Tor.Com | 29 October 2012 | Niall Alexander

Lady of the Shades has been a long time coming. In a pointed postscript tacked on to the short horror novel we’re going to talk about today, bestselling young adult author Darren Shan acknowledges that he began writing Lady of the Shades in 1999. This, then, is the end result of thirteen years of blood, sweat and tears. An ill omen, one wonders, or a flourish of metafictional foreboding?

 

In the grand tradition of uninspired writers everywhere, Lady of the Shades’ central character is exactly that: an uninspired writer, searching for a suitable subject for his next novel. To that end, American horror author Ed Sieveking—whose work has been a modest success—has come to London to facilitate his research into the phenomenon of spontaneous human combustion. Here, he becomes fast friends with a fan, who sets Ed up with a number of ideal interviewees—not to mention an invite to the party where he meets the love of his life, Deleena Emerson, AKA Andeanna Menderes. At this early stage in Lady of the Shades, our man has cause to ponder his good fortune:

 

“A book that’s shaping up nicely. A relationship with a beautiful lady who brings out the best in me.
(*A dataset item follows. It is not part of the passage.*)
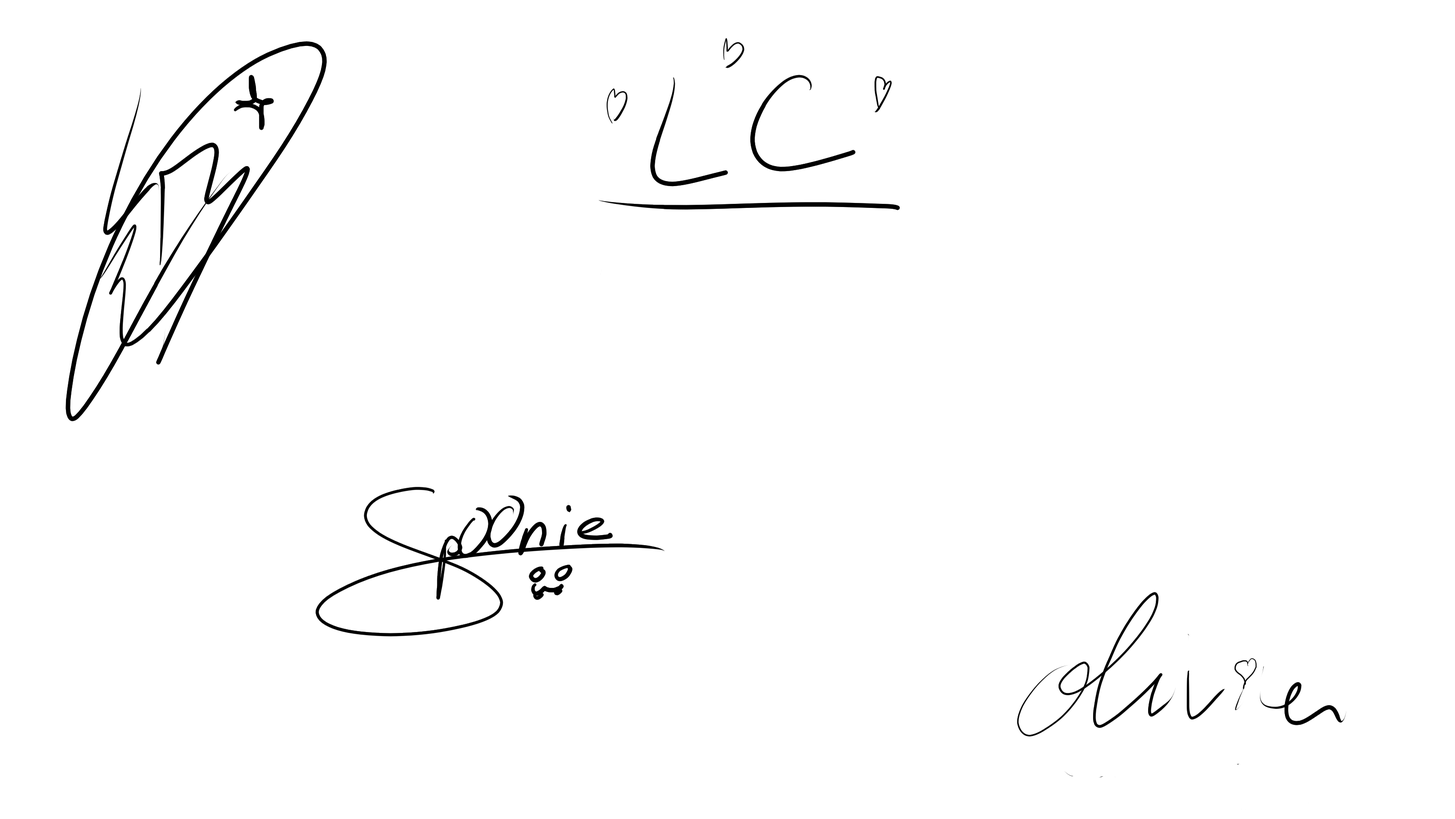
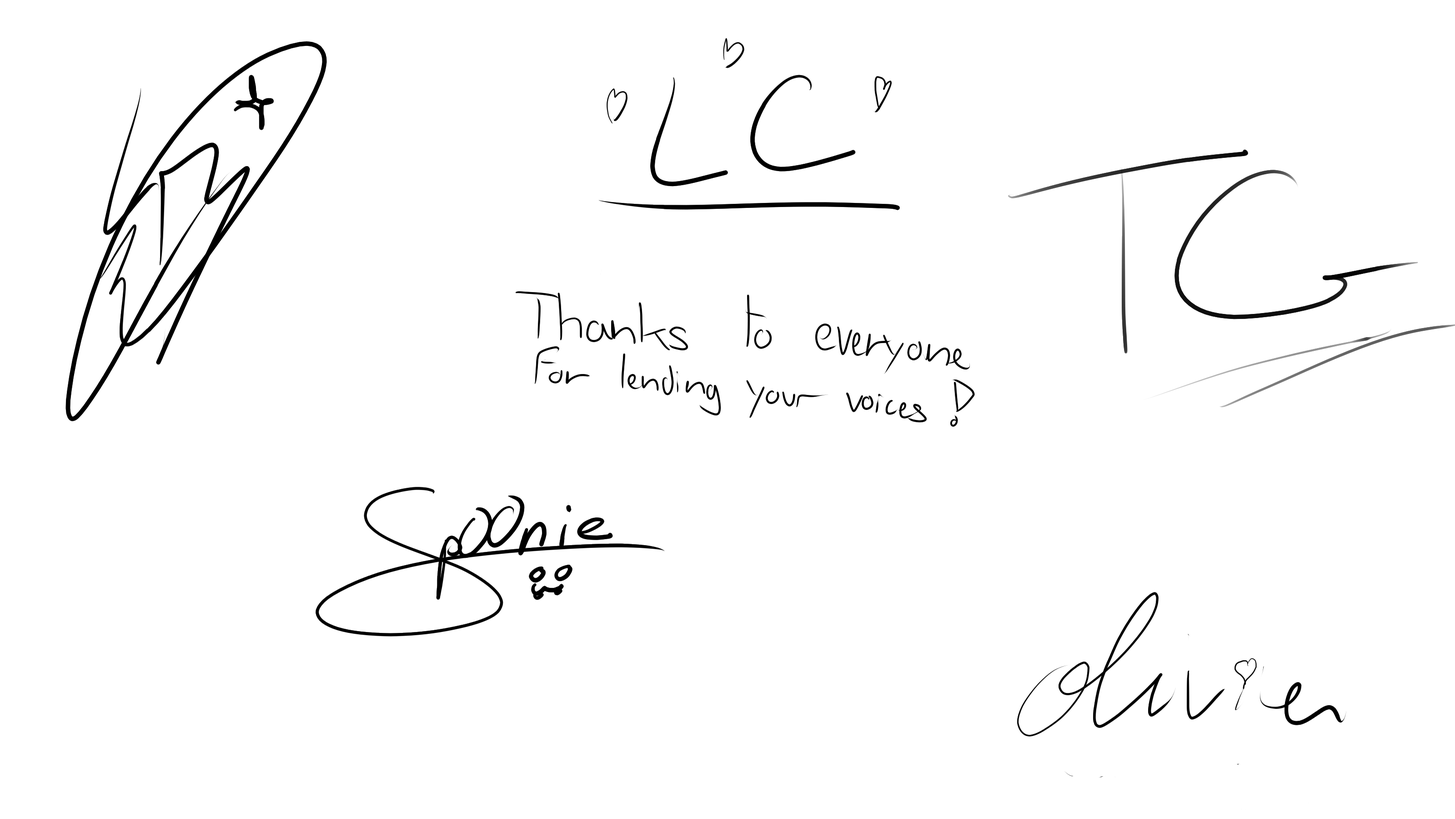
Layered file, before and after one edit (1455x819). Changes by layer:
painted on "Paint Layer 1" over 515, 149, 1455, 427

And a good friend. It’s a far cry from my usual lonely, passionless life. For years I’ve limped along, nursing grudges, bitter at the world for what it did to me, haunted by my ghosts, desperately searching for proof that the spirits are real, that I’m not insane, struggling to hold on to whatever thing slivers of sanity I can claim to be in possession of. Now I can see light for the first time in ages. Maybe love will cure me of my ills and banish the spectre of the ghosts.”

 

Alas, a chaste affair later, the object of Ed’s affection admits that she’s married, and to make matters worse, her abusive husband is a lord of London’s seedier side. However, our man has his secrets too, and after Ed finds it in his heart to forgive Andeanna, they put their heads and hearts together, and hatch a plan to break free, finally, from the ties—and the lies—that bind them.

 

Darren Shan is a household name amongst younger readers in Europe and the United Kingdom. Between them, his various series—including The Saga of Darren Shan, or Cirque Du Freak as it’s known in North America—have sold in excess of 20 million copies. But like Lady of the Shades, his dubious debut, Ayuamarca—recently revamped and retitled Procession of the Dead—was for older folks. And again like his latest, which was begun in the same year as his first novel proper saw publication, it didn’t work out terribly well.

 

It seems to me that Lady of the Shades’ aspirations toward an adult audience are informed by one reason and one reason only: the book alludes to some comparatively harmless hanky-panky. Otherwise this is very much in the vein of Shan’s more successful efforts, except with swears. It’s short, simplistic, yet so far from straightforward that it may as well have emerged from the M. Night Shyamalan stable. Speaking of said devil, Lady of the Shades is sure to remind readers of one of Shyamalan’s films in particular; I won’t name names, except to say Shan’s novel has not the gravitas or character of its brother from another mother.

 

What it has, in tumultuous abundance, is twists. Several fundamental shifts which occur over the course of Lady of the Shades, changing the novel’s core focus. At the outset it put me in mind of Adam Nevill’s Last Days, but soon it had become a romance, then a crime thriller, then a ghost story—and all this in the first 100 pages, in such quick succession that no one aspect of the entire has the opportunity to impress in itself, while cumulatively the book comes off as cobbled together.

 

In point of fact, Lady of the Shades is contrived, convoluted and occasionally cringe-worthy, but you know what? I don’t regret reading it. It’s a madcap melodrama with plain prose, plotting problems and poor pacing, yet every chapter comes complete with some surprise, and even if these are only slightly satisfying at the time, on the whole the ten-a-penny turns amount to a fairly hair-raising read.

 

As an author who cast a version of himself as the central character in the twelve book series with which he cemented his reputation, Darren Shan is not at all averse to breaking the fourth wall when the opportunity to do so arises. It often does in Lady of the Shades, but of all his self-reflexive assertions, this early example stayed with me particularly:

 

“I know I’m not the world’s greatest writer—not even its greatest horror writer—but I’m determined to prove that I can make it, even if my books are lacklustre, thrill-free affairs, as one critic cruelly put it.”

 

For all its problems—and they are many and various, I’m afraid—that last, at least, is not a complaint one may make about Lady of the Shades. It is however a guilty pleasure at best. If you’re so inclined, bear that in mind and you’ll find it... fine.